[Exercise input]:
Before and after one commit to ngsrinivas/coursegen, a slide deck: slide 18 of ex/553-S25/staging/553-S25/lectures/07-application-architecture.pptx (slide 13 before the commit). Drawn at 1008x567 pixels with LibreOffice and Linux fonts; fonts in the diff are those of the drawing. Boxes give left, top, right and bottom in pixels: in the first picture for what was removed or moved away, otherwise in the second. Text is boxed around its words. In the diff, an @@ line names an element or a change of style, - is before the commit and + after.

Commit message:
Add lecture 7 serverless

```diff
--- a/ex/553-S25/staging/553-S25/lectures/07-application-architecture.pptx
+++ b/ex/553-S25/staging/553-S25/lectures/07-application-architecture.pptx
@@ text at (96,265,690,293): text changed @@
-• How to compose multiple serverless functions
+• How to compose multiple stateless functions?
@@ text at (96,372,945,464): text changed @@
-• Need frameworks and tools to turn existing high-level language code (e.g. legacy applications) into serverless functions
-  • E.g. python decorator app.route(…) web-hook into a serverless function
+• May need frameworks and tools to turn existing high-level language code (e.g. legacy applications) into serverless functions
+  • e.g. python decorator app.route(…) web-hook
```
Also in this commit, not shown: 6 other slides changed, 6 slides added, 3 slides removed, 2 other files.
...
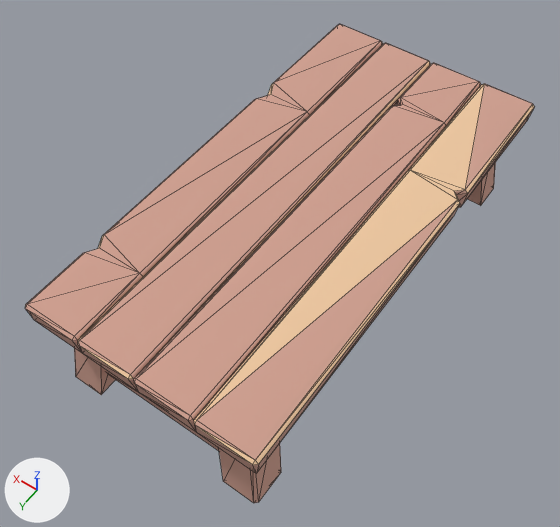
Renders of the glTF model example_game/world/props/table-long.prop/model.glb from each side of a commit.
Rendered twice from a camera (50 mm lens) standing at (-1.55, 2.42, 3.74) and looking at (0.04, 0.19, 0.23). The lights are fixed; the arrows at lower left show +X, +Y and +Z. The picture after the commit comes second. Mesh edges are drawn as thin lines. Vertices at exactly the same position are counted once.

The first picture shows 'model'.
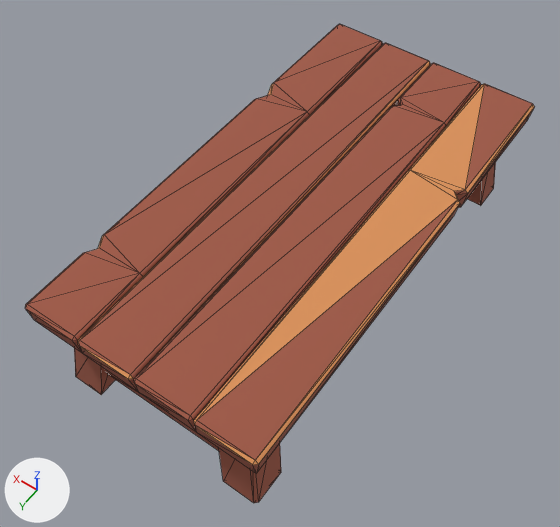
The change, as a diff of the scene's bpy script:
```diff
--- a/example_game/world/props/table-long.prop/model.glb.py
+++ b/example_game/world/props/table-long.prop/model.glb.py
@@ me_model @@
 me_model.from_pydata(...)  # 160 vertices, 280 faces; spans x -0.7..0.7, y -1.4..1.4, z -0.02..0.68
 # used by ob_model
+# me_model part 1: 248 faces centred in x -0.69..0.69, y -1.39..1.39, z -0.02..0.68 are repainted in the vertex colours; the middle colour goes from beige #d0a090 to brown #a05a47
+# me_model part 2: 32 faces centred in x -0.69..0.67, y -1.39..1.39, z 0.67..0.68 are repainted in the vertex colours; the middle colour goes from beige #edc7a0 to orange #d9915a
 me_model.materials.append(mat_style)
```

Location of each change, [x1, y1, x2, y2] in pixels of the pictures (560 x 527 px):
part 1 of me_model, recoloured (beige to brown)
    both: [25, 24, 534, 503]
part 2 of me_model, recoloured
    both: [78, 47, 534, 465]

[Task details]:
Respond with nothing but the number of lines in the entries that contain the string "functions".

[Reply to the exercise]:
4